The symbolic mini-monument to the Apple Orchard
Given the fact that the Côte des Neiges farmland was known for its apple orchards, when the time came to line Côte des Neiges Road with mementos of what it used to cross on its way north, a competition was held, with the resulting installation of sets of concrete tables and seats at various points along the original edges of the road, with bronze cast apples placed on them, inscribed with the names of some of the original apple orchard farmers.
Note: the empty salmon can in the image was there when I took the photograph … a lady was finishing her lunch and I asked her to leave the can there, as evidence of the use of the tables, in the benign presence of the symbolic Apple Orchard “mini-monument” (see image below).
These bronze apples are a very discrete memory figure, yet one that cannot be missed, and one that has yet to be tempered with … “Ars longa” as they say!
The “Road” and “Côte” as cityscape “Front”
From the layout of the Côte des Neiges Road northward into the island over the mountain pass, through the various stages of its settlement … that “chemin” or road of first exploration and settlement has concentrated over the years the energy of expansion of the city into the country side.
One can imagine the trail that started it all, then the widening and grading and paving and furnishing of it, as the road arrived to its current state, historically benefiting the development of farmland first, then the residential and institutional developments serving the growing population of the city: duplexes and multi family apartment blocs, university, private schools, hospitals, religious oratory, and commercial centers.

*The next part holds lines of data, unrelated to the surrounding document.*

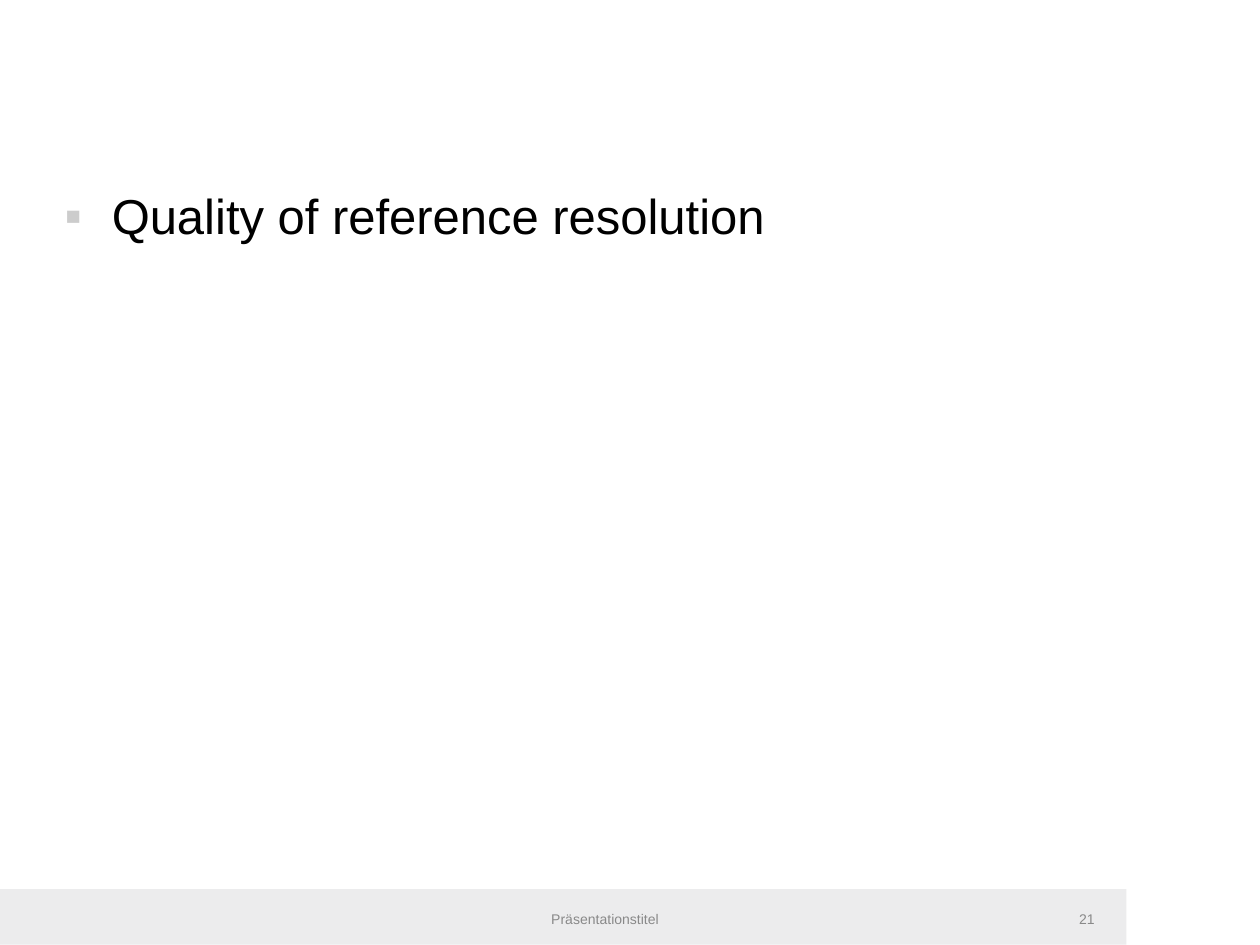
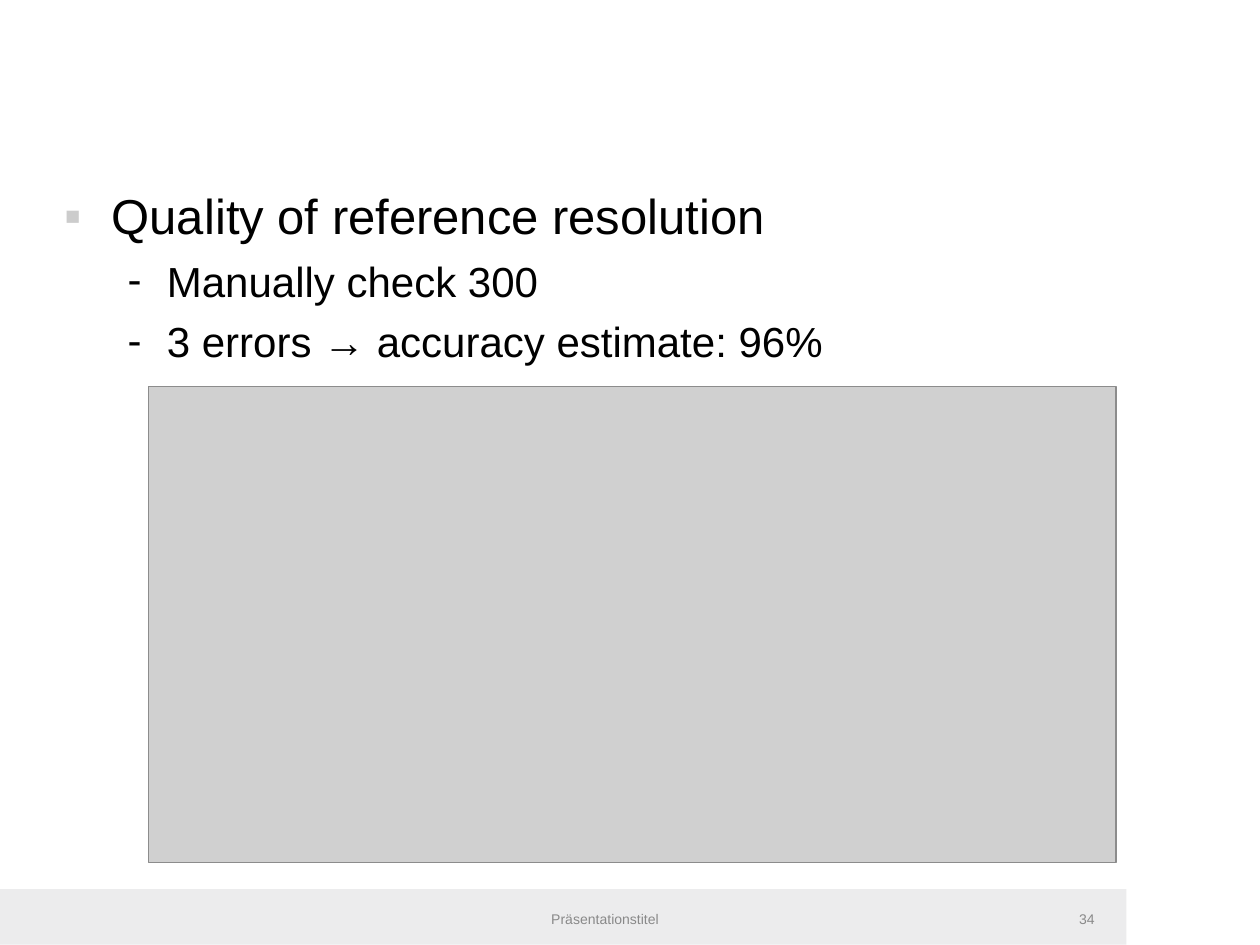
Before and after one commit to IllDepence/master_thesis, a slide deck: slide 34 of misc/bir_presentation/bir2019.odp (slide 21 before the commit). Drawn at 1260x945 pixels with LibreOffice and Linux fonts; fonts in the diff are those of the drawing; grey boxes stand for pictures; background and template pictures are left out. Boxes give left, top, right and bottom in pixels: in the first picture for what was removed or moved away, otherwise in the second. Text is boxed around its words. In the diff, an @@ line names an element or a change of style, - is before the commit and + after.

```diff
--- a/misc/bir_presentation/bir2019.odp
+++ b/misc/bir_presentation/bir2019.odp
@@ text at (167, 266, 823, 366): paragraphs added @@
+  – Manually check 300
+  – 3 errors → accuracy estimate: 96%
@@ picture added at (149, 387, 1116, 863) @@
@@ page number at (1079, 914, 1095, 924): text changed @@
-21
+34
```
Also in this commit, not shown: 5 other slides changed, 18 slides added, 3 slides removed, 16 other files.

In his “Close up – Reading the American city,” Grady Clay calls the line where a cityscape meets the landscape, gradually pushing it as it grows, an “urban front,” as in a moving battle “front line.”
When one thinks of the investment made by the city from its pioneering days to today in the building of the “Côte des Neiges Road” , and the “Côte des Neiges” proper, these can be considered and appreciated as being the result of such an urban front moving process, that deserved to be recognized in the “memory figures” discussed in this post.
Enjoy the view down Côte des Neiges Road, looking northwest on a summer sunset … while I go back to more summering … and reporting!
Survey map of Montreal farmland platting: credit “Les Quartiers de Montreal” by M. Gagnon and R. Gratton, Guérin editor, 1991, Montreal. p.200.